Collected data entries:
○ ○ ○ ○ ○

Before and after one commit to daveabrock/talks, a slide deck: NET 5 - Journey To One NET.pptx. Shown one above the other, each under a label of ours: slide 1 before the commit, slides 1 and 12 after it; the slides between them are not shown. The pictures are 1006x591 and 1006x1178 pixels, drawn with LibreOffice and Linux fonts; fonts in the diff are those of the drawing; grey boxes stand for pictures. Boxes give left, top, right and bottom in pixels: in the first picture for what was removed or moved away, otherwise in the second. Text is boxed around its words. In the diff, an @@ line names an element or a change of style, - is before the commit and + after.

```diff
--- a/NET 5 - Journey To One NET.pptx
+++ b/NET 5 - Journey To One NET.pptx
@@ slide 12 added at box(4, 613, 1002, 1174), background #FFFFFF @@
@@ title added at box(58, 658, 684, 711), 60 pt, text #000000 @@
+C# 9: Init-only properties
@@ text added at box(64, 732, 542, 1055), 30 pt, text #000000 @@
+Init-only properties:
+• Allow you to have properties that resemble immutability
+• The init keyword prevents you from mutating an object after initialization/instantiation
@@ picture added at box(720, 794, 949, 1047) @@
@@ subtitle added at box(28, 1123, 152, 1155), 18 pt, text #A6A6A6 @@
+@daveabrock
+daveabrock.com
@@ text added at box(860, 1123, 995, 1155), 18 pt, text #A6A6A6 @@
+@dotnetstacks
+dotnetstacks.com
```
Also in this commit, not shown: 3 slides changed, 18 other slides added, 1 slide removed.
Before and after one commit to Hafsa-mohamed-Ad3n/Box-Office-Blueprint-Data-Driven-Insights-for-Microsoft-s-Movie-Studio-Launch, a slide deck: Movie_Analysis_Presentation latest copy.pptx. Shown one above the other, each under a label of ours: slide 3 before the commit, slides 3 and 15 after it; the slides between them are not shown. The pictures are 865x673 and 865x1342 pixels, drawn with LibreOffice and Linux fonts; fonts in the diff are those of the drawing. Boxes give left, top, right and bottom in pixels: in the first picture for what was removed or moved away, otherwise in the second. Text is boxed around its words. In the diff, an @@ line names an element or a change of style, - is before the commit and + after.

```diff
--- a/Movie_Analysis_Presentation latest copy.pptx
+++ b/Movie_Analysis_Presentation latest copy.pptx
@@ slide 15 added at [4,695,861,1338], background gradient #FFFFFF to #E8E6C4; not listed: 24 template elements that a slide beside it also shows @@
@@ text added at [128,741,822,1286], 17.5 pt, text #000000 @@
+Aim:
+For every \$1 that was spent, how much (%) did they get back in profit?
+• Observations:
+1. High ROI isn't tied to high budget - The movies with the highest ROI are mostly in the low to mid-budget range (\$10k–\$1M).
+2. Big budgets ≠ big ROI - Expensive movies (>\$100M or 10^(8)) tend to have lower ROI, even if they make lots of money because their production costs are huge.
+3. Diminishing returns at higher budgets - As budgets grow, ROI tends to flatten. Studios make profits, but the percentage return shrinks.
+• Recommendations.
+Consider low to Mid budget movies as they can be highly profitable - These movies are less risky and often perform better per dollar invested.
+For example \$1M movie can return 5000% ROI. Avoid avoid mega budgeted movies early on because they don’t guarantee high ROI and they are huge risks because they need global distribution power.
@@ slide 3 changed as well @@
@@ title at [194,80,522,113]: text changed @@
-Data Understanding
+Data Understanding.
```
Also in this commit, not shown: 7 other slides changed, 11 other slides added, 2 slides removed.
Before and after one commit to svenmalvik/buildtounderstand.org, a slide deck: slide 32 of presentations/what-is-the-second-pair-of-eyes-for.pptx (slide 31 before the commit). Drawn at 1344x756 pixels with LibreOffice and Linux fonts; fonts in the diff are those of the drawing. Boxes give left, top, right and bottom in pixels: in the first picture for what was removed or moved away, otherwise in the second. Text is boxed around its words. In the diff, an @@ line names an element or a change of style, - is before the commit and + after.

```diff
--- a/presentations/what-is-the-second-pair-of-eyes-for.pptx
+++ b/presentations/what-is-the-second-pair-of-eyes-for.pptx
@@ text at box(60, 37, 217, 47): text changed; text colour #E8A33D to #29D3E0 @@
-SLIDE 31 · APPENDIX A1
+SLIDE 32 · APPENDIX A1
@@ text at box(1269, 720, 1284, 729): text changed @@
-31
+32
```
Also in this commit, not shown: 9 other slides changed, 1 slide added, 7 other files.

○ ○ ○ ○ ○

**Task description:** The answer must restate all of the entries exactly.

**Exercise answer:**
Before and after one commit to daveabrock/talks, a slide deck: NET 5 - Journey To One NET.pptx. Shown one above the other, each under a label of ours: slide 1 before the commit, slides 1 and 12 after it; the slides between them are not shown. The pictures are 1006x591 and 1006x1178 pixels, drawn with LibreOffice and Linux fonts; fonts in the diff are those of the drawing; grey boxes stand for pictures. Boxes give left, top, right and bottom in pixels: in the first picture for what was removed or moved away, otherwise in the second. Text is boxed around its words. In the diff, an @@ line names an element or a change of style, - is before the commit and + after.

```diff
--- a/NET 5 - Journey To One NET.pptx
+++ b/NET 5 - Journey To One NET.pptx
@@ slide 12 added at box(4, 613, 1002, 1174), background #FFFFFF @@
@@ title added at box(58, 658, 684, 711), 60 pt, text #000000 @@
+C# 9: Init-only properties
@@ text added at box(64, 732, 542, 1055), 30 pt, text #000000 @@
+Init-only properties:
+• Allow you to have properties that resemble immutability
+• The init keyword prevents you from mutating an object after initialization/instantiation
@@ picture added at box(720, 794, 949, 1047) @@
@@ subtitle added at box(28, 1123, 152, 1155), 18 pt, text #A6A6A6 @@
+@daveabrock
+daveabrock.com
@@ text added at box(860, 1123, 995, 1155), 18 pt, text #A6A6A6 @@
+@dotnetstacks
+dotnetstacks.com
```
Also in this commit, not shown: 3 slides changed, 18 other slides added, 1 slide removed.
Before and after one commit to Hafsa-mohamed-Ad3n/Box-Office-Blueprint-Data-Driven-Insights-for-Microsoft-s-Movie-Studio-Launch, a slide deck: Movie_Analysis_Presentation latest copy.pptx. Shown one above the other, each under a label of ours: slide 3 before the commit, slides 3 and 15 after it; the slides between them are not shown. The pictures are 865x673 and 865x1342 pixels, drawn with LibreOffice and Linux fonts; fonts in the diff are those of the drawing. Boxes give left, top, right and bottom in pixels: in the first picture for what was removed or moved away, otherwise in the second. Text is boxed around its words. In the diff, an @@ line names an element or a change of style, - is before the commit and + after.

```diff
--- a/Movie_Analysis_Presentation latest copy.pptx
+++ b/Movie_Analysis_Presentation latest copy.pptx
@@ slide 15 added at [4,695,861,1338], background gradient #FFFFFF to #E8E6C4; not listed: 24 template elements that a slide beside it also shows @@
@@ text added at [128,741,822,1286], 17.5 pt, text #000000 @@
+Aim:
+For every \$1 that was spent, how much (%) did they get back in profit?
+• Observations:
+1. High ROI isn't tied to high budget - The movies with the highest ROI are mostly in the low to mid-budget range (\$10k–\$1M).
+2. Big budgets ≠ big ROI - Expensive movies (>\$100M or 10^(8)) tend to have lower ROI, even if they make lots of money because their production costs are huge.
+3. Diminishing returns at higher budgets - As budgets grow, ROI tends to flatten. Studios make profits, but the percentage return shrinks.
+• Recommendations.
+Consider low to Mid budget movies as they can be highly profitable - These movies are less risky and often perform better per dollar invested.
+For example \$1M movie can return 5000% ROI. Avoid avoid mega budgeted movies early on because they don’t guarantee high ROI and they are huge risks because they need global distribution power.
@@ slide 3 changed as well @@
@@ title at [194,80,522,113]: text changed @@
-Data Understanding
+Data Understanding.
```
Also in this commit, not shown: 7 other slides changed, 11 other slides added, 2 slides removed.
Before and after one commit to svenmalvik/buildtounderstand.org, a slide deck: slide 32 of presentations/what-is-the-second-pair-of-eyes-for.pptx (slide 31 before the commit). Drawn at 1344x756 pixels with LibreOffice and Linux fonts; fonts in the diff are those of the drawing. Boxes give left, top, right and bottom in pixels: in the first picture for what was removed or moved away, otherwise in the second. Text is boxed around its words. In the diff, an @@ line names an element or a change of style, - is before the commit and + after.

```diff
--- a/presentations/what-is-the-second-pair-of-eyes-for.pptx
+++ b/presentations/what-is-the-second-pair-of-eyes-for.pptx
@@ text at box(60, 37, 217, 47): text changed; text colour #E8A33D to #29D3E0 @@
-SLIDE 31 · APPENDIX A1
+SLIDE 32 · APPENDIX A1
@@ text at box(1269, 720, 1284, 729): text changed @@
-31
+32
```
Also in this commit, not shown: 9 other slides changed, 1 slide added, 7 other files.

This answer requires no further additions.